What the exercise asks:
Only the number is wanted: how many lines in the data contain "Documentation"?

======== Exercise input ========

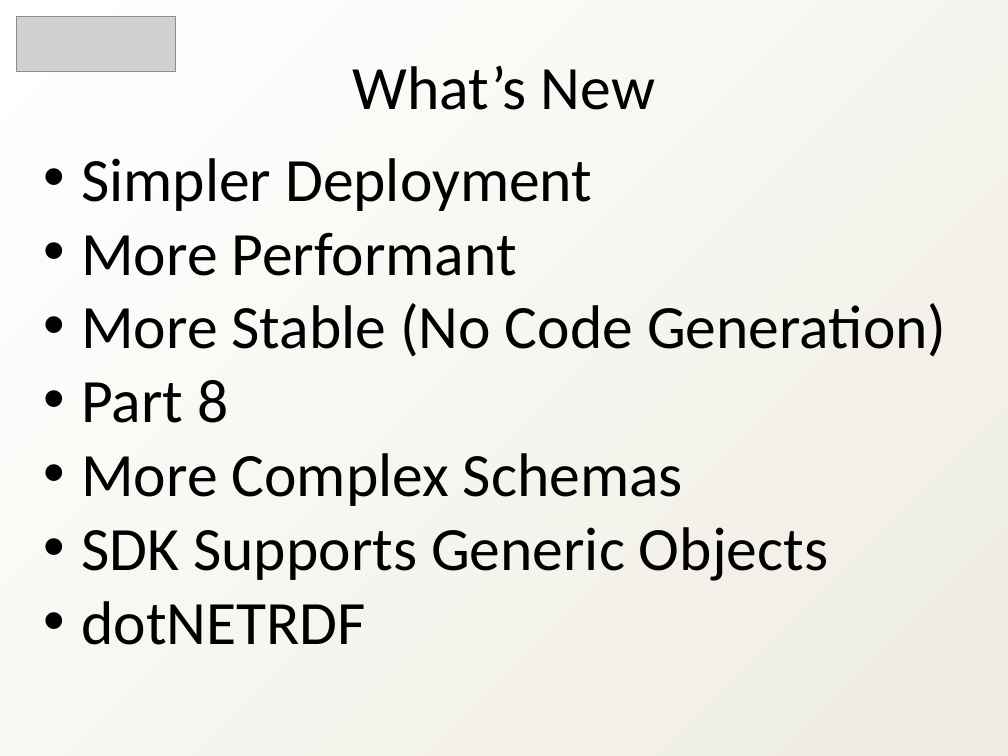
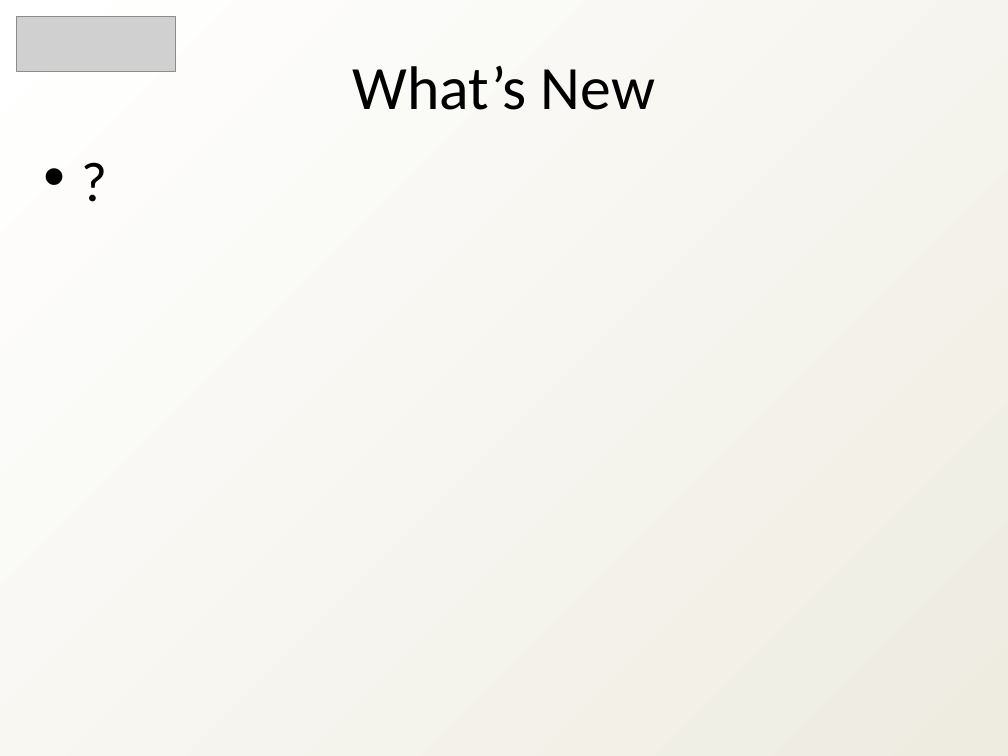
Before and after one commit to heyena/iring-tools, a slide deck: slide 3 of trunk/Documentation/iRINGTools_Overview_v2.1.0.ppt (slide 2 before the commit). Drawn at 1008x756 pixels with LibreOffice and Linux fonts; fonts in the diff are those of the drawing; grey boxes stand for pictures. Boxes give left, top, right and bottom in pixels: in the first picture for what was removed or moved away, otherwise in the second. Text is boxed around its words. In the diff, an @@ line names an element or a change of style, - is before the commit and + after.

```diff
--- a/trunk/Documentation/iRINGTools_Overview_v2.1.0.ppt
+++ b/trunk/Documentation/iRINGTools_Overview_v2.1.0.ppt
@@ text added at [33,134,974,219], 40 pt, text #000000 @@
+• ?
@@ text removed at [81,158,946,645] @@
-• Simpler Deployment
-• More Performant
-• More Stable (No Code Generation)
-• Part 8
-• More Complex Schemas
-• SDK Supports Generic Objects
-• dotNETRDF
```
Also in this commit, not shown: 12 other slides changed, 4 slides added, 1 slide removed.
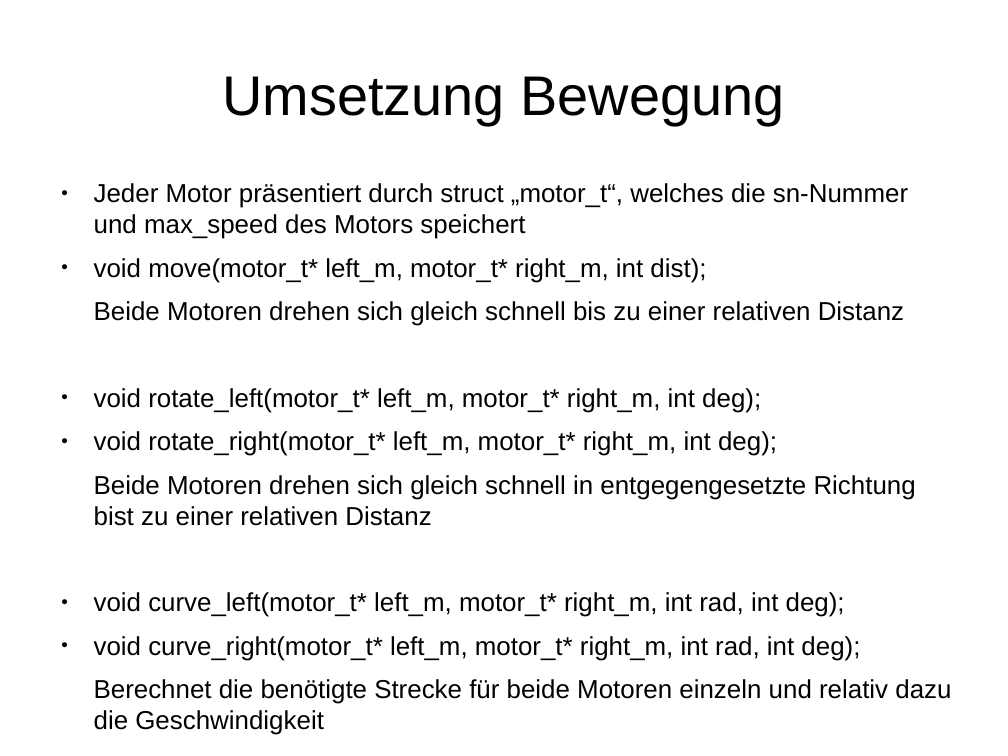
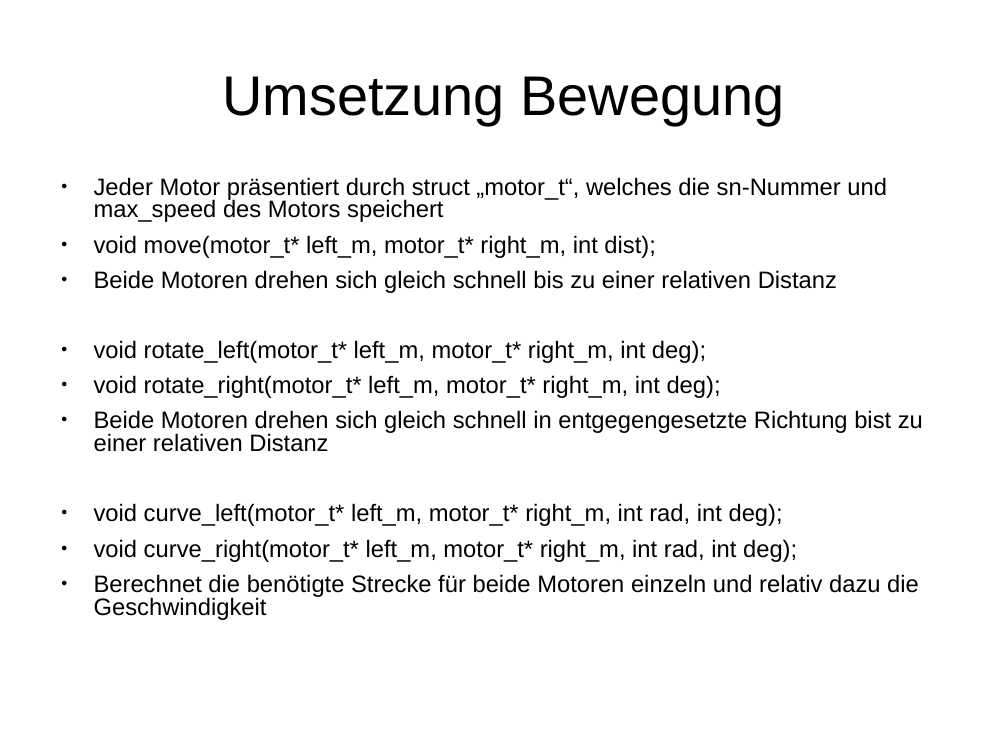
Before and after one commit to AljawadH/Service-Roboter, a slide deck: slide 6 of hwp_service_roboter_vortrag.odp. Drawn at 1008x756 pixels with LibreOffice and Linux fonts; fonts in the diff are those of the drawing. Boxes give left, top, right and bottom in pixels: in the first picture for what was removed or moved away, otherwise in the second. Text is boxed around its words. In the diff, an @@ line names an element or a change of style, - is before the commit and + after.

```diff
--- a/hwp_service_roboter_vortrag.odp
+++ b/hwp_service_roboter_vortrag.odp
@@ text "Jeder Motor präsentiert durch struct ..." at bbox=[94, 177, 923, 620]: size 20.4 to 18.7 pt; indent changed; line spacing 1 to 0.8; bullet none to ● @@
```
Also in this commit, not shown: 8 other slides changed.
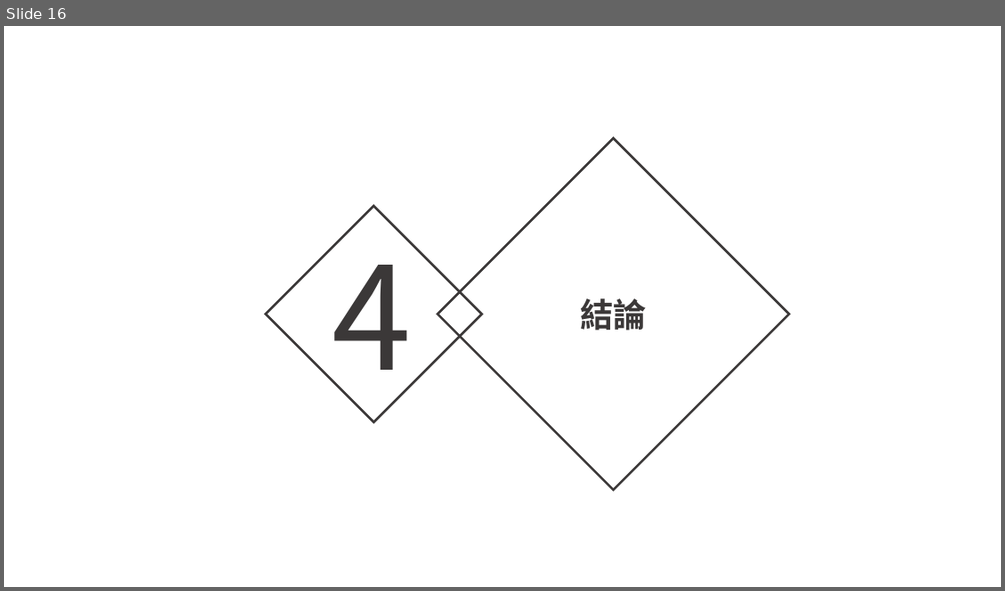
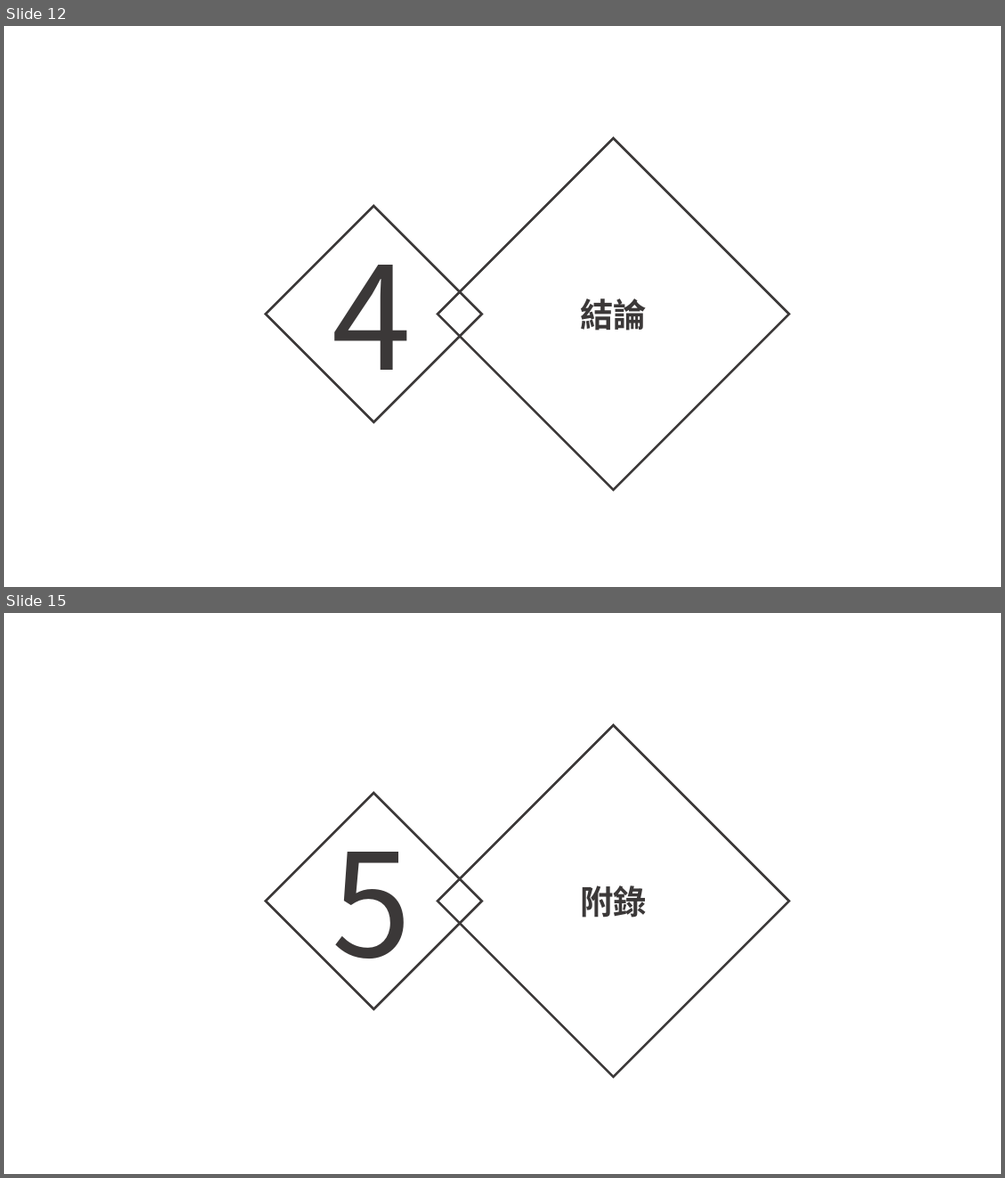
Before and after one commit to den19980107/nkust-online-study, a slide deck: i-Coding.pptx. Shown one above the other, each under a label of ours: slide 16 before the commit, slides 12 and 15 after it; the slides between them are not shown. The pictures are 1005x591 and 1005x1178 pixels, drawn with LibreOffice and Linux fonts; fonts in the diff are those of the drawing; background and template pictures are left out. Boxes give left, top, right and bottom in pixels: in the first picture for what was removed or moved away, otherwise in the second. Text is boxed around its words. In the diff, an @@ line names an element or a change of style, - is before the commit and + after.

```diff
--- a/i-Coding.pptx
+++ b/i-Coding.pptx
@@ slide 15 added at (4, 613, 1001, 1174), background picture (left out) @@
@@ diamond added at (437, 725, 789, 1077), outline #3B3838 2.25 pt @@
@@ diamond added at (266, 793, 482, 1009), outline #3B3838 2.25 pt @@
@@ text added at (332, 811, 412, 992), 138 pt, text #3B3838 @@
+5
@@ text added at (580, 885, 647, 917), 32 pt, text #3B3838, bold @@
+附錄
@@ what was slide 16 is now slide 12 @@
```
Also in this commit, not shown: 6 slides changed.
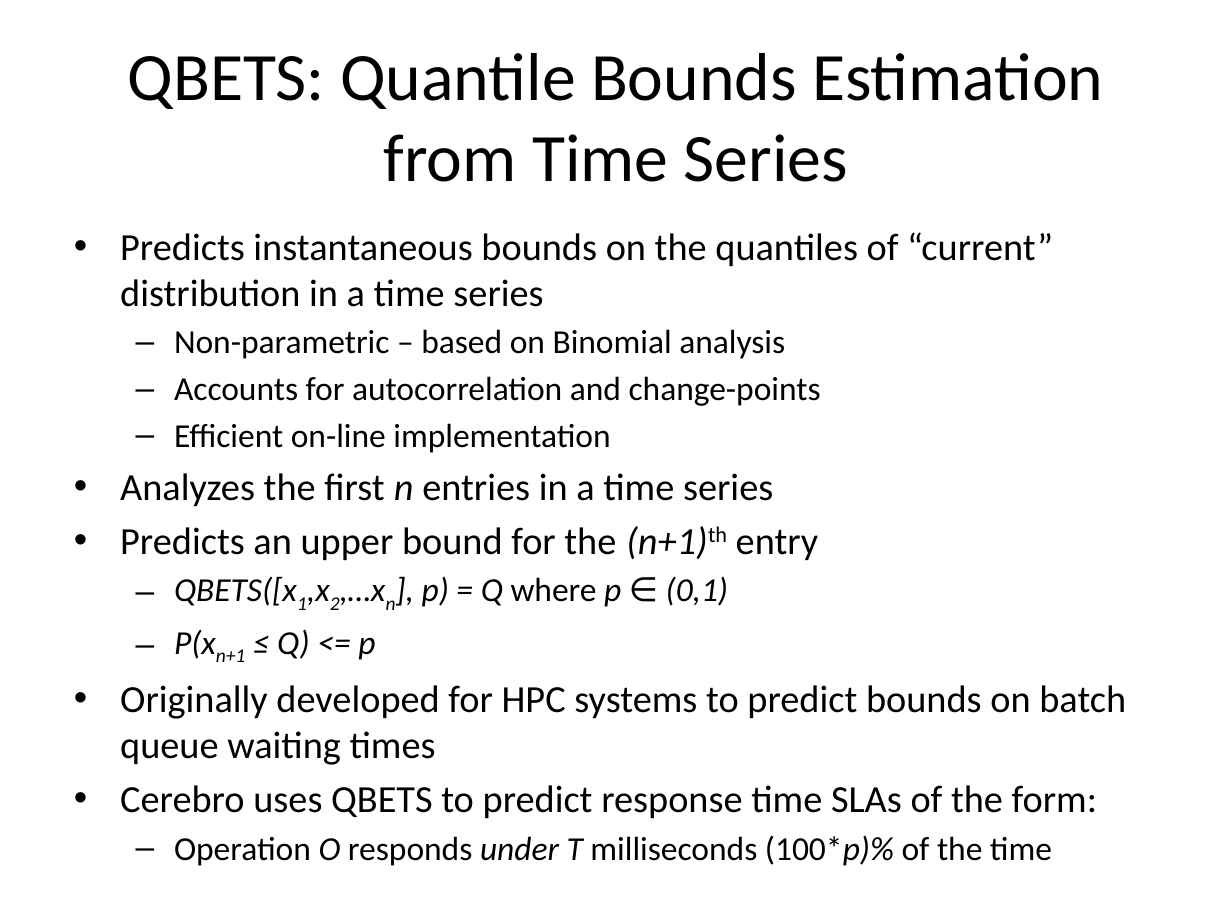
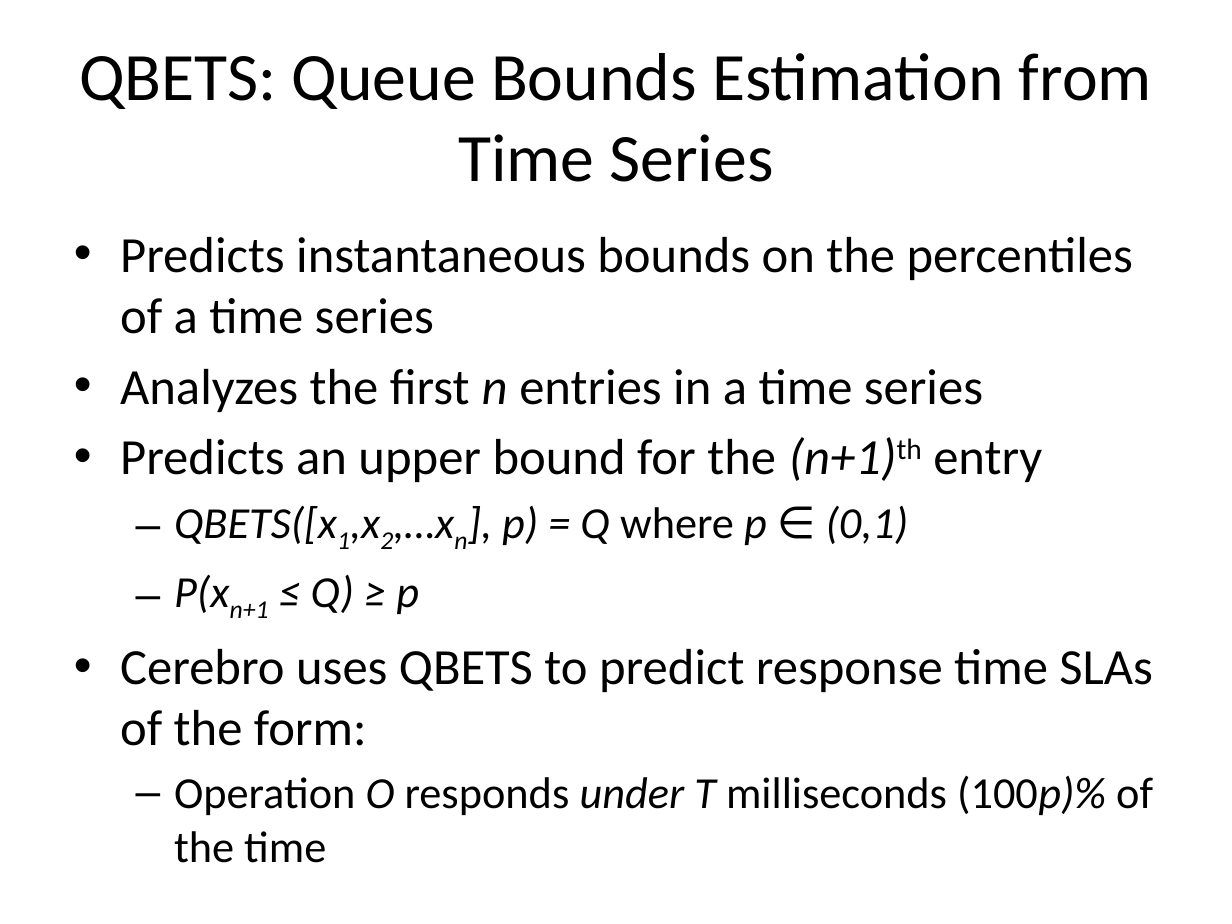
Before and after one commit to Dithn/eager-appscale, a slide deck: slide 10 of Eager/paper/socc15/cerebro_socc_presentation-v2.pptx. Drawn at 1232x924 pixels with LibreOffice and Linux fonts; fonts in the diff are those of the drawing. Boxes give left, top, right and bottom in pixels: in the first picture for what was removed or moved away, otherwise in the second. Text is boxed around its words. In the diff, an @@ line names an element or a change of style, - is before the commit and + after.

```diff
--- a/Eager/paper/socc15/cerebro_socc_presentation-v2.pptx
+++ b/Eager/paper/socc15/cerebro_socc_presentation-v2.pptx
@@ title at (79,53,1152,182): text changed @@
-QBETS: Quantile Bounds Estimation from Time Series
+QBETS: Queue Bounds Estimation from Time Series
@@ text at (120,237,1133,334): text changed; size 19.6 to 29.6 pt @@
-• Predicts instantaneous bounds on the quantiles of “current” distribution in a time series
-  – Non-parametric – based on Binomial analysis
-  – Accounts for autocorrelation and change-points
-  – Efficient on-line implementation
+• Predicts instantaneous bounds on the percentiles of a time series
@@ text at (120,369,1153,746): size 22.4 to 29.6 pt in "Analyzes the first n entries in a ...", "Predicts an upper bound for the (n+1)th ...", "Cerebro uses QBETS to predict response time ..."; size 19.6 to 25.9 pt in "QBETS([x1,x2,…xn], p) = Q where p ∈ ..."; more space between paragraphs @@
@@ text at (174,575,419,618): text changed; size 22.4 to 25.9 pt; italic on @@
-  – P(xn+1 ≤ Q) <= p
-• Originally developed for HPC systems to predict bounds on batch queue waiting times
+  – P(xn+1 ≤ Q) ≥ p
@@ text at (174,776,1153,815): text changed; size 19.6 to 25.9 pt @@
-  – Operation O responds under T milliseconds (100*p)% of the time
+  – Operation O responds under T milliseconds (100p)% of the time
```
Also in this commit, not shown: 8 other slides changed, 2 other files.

========

Answer section:
3